Member of the Vermont House of Representatives from the Windsor County, Windsor district
- In office 1906–1908
- Preceded by: Sherman N. Taylor
- Succeeded by: C. H. Finch

Personal details
- Born: November 15, 1862 New York, New York
- Died: October 7, 1913 (aged 50) Windsor, Vermont
- Education: Yale College, 1884 (Bachelor's); Harvard Law School, JD;
- Occupation: Lawyer and legislator

= Maxwell Evarts =

American lawyer & politician (1862–1913)

Maxwell Evarts (November 15, 1862 – October 7, 1913) was an American lawyer and politician.
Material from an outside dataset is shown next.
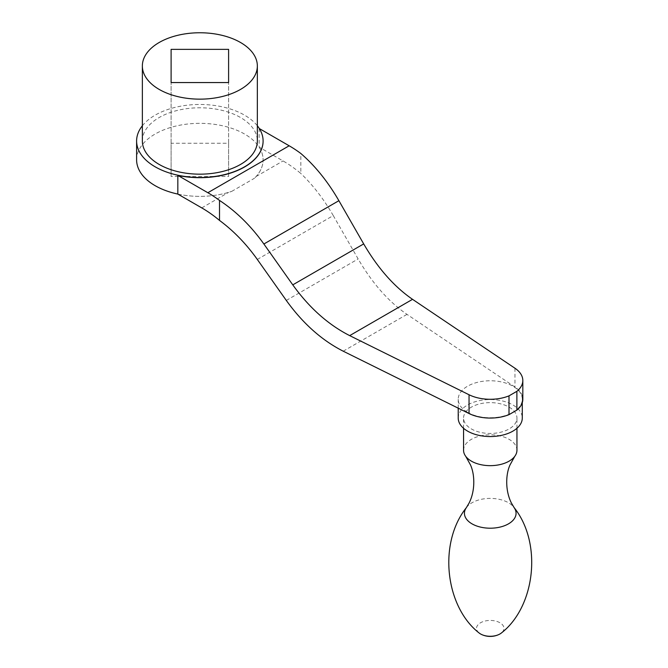 <?xml version="1.0" encoding="UTF-8"?>
<svg xmlns="http://www.w3.org/2000/svg" width="668" height="668" viewBox="0 0 668 668"><rect width="100%" height="100%" fill="white"/><g stroke="black" fill="none" stroke-linecap="round" stroke-linejoin="round"><path stroke-width="0.5" stroke-dasharray="3.34 2.5" d="M259.326 128.557L259.142 128.448A63.243 36.515 180 0 1 263.1 141.073M259.142 128.448L259.142 147.135L283.057 160.938A114.988 66.391 -120 0 1 300.825 173.463L300.825 153.481M136.606 159.852A63.243 36.515 180 0 1 175.651 126.118A63.243 36.515 180 0 1 244.571 134.034A63.243 36.515 180 0 1 263.1 159.852A63.243 36.515 180 0 1 254.516 178.222L256.17 176.469A63.243 36.515 0 0 0 263.1 159.844A63.243 36.515 0 0 0 259.142 147.135M142.359 125.768A63.243 36.515 180 0 1 244.571 115.163A63.243 36.515 180 0 1 257.347 125.768M177.83 194.079A63.243 36.515 0 0 0 228.64 192.359L231.671 191.407A63.243 36.515 180 0 1 177.838 194.079M171.108 143.253L171.108 82.556L171.108 176.452L171.108 143.253L228.598 143.253L228.598 82.556L228.598 176.452L171.108 176.452M228.598 143.253L228.598 176.452M467.6 412.348A32.031 18.495 0 0 0 502.511 416.356A32.031 18.495 0 0 0 522.284 399.264A32.031 18.495 0 0 0 512.899 386.188A32.031 18.495 0 0 0 477.996 382.179A32.031 18.495 0 0 0 458.215 399.264A32.031 18.495 0 0 0 467.6 412.348M257.305 259.434L333.257 215.58L358.148 258.959C372.285 283.232 388.567 301.702 406.987 314.377L514.97 387.022A32.565 18.804 0 0 1 522.819 399.264M333.257 215.58C323.763 199.131 312.958 185.094 300.825 173.463M478.964 632.863A13.719 7.924 180 0 1 481.469 622.275A13.719 7.924 180 0 1 499.956 622.76A13.719 7.924 180 0 1 501.543 632.863M466.314 507.722A25.81 14.905 180 0 1 466.498 507.471A25.81 14.905 180 0 1 508.507 502.762A25.81 14.905 180 0 1 514.009 507.463L514.11 507.613M463.559 450.24A26.695 15.414 180 0 1 480.033 436.004A26.695 15.414 180 0 1 509.125 439.344A26.695 15.414 180 0 1 516.948 450.24M509.125 407.146A26.695 15.414 180 0 1 516.948 418.051A26.695 15.414 180 0 1 490.254 433.457A26.695 15.414 180 0 1 463.559 418.051A26.695 15.414 180 0 1 480.033 403.806A26.695 15.414 180 0 1 509.125 407.146M458.215 418.051A32.031 18.495 180 0 1 477.996 400.959A32.031 18.495 180 0 1 512.899 404.967A32.031 18.495 180 0 1 522.284 418.051M142.359 140.981A57.498 33.191 180 0 1 177.855 110.312A57.498 33.191 180 0 1 240.513 117.51A57.498 33.191 180 0 1 257.347 140.981M231.671 191.407L254.516 178.222M343.218 351.193L406.987 314.377M286.305 300.433L358.148 258.959M201.753 207.89L228.64 192.359M256.17 176.469L283.057 160.938M514.97 368.243L514.97 387.022M516.948 428.271L516.948 418.051M463.559 428.271L463.559 418.051M522.284 402.654L522.284 399.264M458.215 408.173L458.215 399.264"/><path stroke-width="1" d="M263.1 141.073A63.243 36.515 180 0 1 263.1 141.165A63.243 36.515 180 0 1 177.83 175.392L177.83 194.079L201.753 207.89A114.988 66.391 -120 0 1 219.513 220.415C233.65 230.886 246.241 243.887 257.305 259.434L286.305 300.433C302.779 323.354 321.751 340.279 343.218 351.193L469.045 413.534A32.565 18.804 0 0 0 508.999 414.644L516.882 410.094A32.565 18.804 0 0 0 522.819 399.264L522.819 380.484A32.565 18.804 180 0 1 516.882 391.314L516.882 410.094M257.347 125.768A63.243 36.515 180 0 1 263.1 140.981A63.243 36.515 180 0 1 199.857 177.496A63.243 36.515 180 0 1 136.606 140.981A63.243 36.515 180 0 1 142.359 125.768M177.838 194.079A63.243 36.515 180 0 1 136.606 159.852L136.606 140.981M171.108 82.556L228.598 82.556L228.598 49.357L171.108 49.357L171.108 82.556L171.108 49.357M228.598 82.556L228.598 49.357M240.513 42.485A57.498 33.191 180 0 1 257.347 65.957A57.498 33.191 180 0 1 199.857 99.148A57.498 33.191 180 0 1 142.359 65.957A57.498 33.191 180 0 1 177.855 35.287A57.498 33.191 180 0 1 240.513 42.485M177.83 175.392L207.857 192.726A114.988 66.391 -120 0 1 219.513 200.425L219.513 220.415M219.513 200.425C236.196 211.414 250.984 225.934 263.877 244.004L292.776 284.86L363.693 243.912L338.893 200.692C327.829 181.571 315.137 165.831 300.825 153.481A114.988 66.391 -120 0 0 289.169 145.783L259.326 128.557M516.882 391.314L508.999 395.865A32.565 18.804 180 0 1 469.045 394.755L349.69 335.62C328.222 324.698 309.251 307.781 292.776 284.86M363.693 243.912C377.837 268.185 394.12 286.656 412.54 299.331L514.97 368.243A32.565 18.804 180 0 1 522.819 380.484M508.999 395.865L508.999 414.644M516.948 428.271L516.948 450.24A26.695 15.414 180 0 1 514.778 456.327A26.695 15.414 180 0 1 490.254 465.654A26.695 15.414 180 0 1 465.73 456.327L470.489 464.928C474.781 474.247 475.466 490.596 469.036 503.154L466.314 507.722A25.81 14.905 180 0 0 490.254 528.204A25.81 14.905 180 0 0 514.193 507.722A25.81 14.905 180 0 0 514.009 507.463C542.641 543.184 535.143 606.627 501.543 632.863A13.719 7.924 180 0 1 499.956 633.965A13.719 7.924 180 0 1 498.712 634.6A13.719 7.924 180 0 1 481.795 634.6A13.719 7.924 180 0 1 478.964 632.863C445.364 606.627 437.866 543.184 466.498 507.471M465.73 456.327A26.695 15.414 180 0 1 463.559 450.24L463.559 428.271M522.284 402.654L522.284 418.051A32.031 18.495 180 0 1 490.254 436.546A32.031 18.495 180 0 1 458.215 418.051L458.215 408.173M257.347 65.957L257.347 140.981A57.498 33.191 180 0 1 199.857 174.173A57.498 33.191 180 0 1 142.359 140.981L142.359 65.957M263.877 244.004L338.893 200.692M349.69 335.62L412.54 299.331M207.857 192.726L289.169 145.783M469.045 394.755L469.045 413.534M481.795 634.6A20.533 20.533 0 0 0 498.712 634.6M514.193 507.722L511.471 503.154C505.041 490.596 505.726 474.247 510.018 464.928L514.778 456.327"/></g></svg>

== Early life and education ==
Maxwell Evarts was born on November 15, 1862, in New York City, the youngest of the twelve children of Helen Minerva (Wardner) and William M. Evarts. He attended St. Paul's School, Concord, New Hampshire. He graduated from Yale College, 1884, where he was a member of Skull and Bones. After graduation, he studied for two years at Harvard Law School, and was then in the law office of Seward, DaCosta & Guthrie until summer 1889.

== Career ==
In 1890 he was appointed an assistant United States attorney for the Southern District of New York. He held this office two years, after which he entered the law department of the Southern Pacific Railroad Co. He was counsel to the Southern Pacific Railroad and Union Pacific Railroad, along with co-general counsel Robert Scott Lovett, and for E. H. Harriman. In 1904 he was elected a director of the Southern Pacific Railroad, for several years was an attorney of the Harriman system, and in October 1910 he was made general counsel of the Oregon Short Line and the Oregon Railroad and Navigation Co. Upon the separation of the Union Pacific and Southern Pacific Railroads he became general counsel of the Southern Pacific Co. He was also a director of the Pacific Mail Steamship Co. and the Union Pacific Land Co. He represented Wong Kim Ark in his lawsuit to gain recognition as a U.S. citizen. The Supreme Court sided with Evarts, establishing birthright citizenship as a right.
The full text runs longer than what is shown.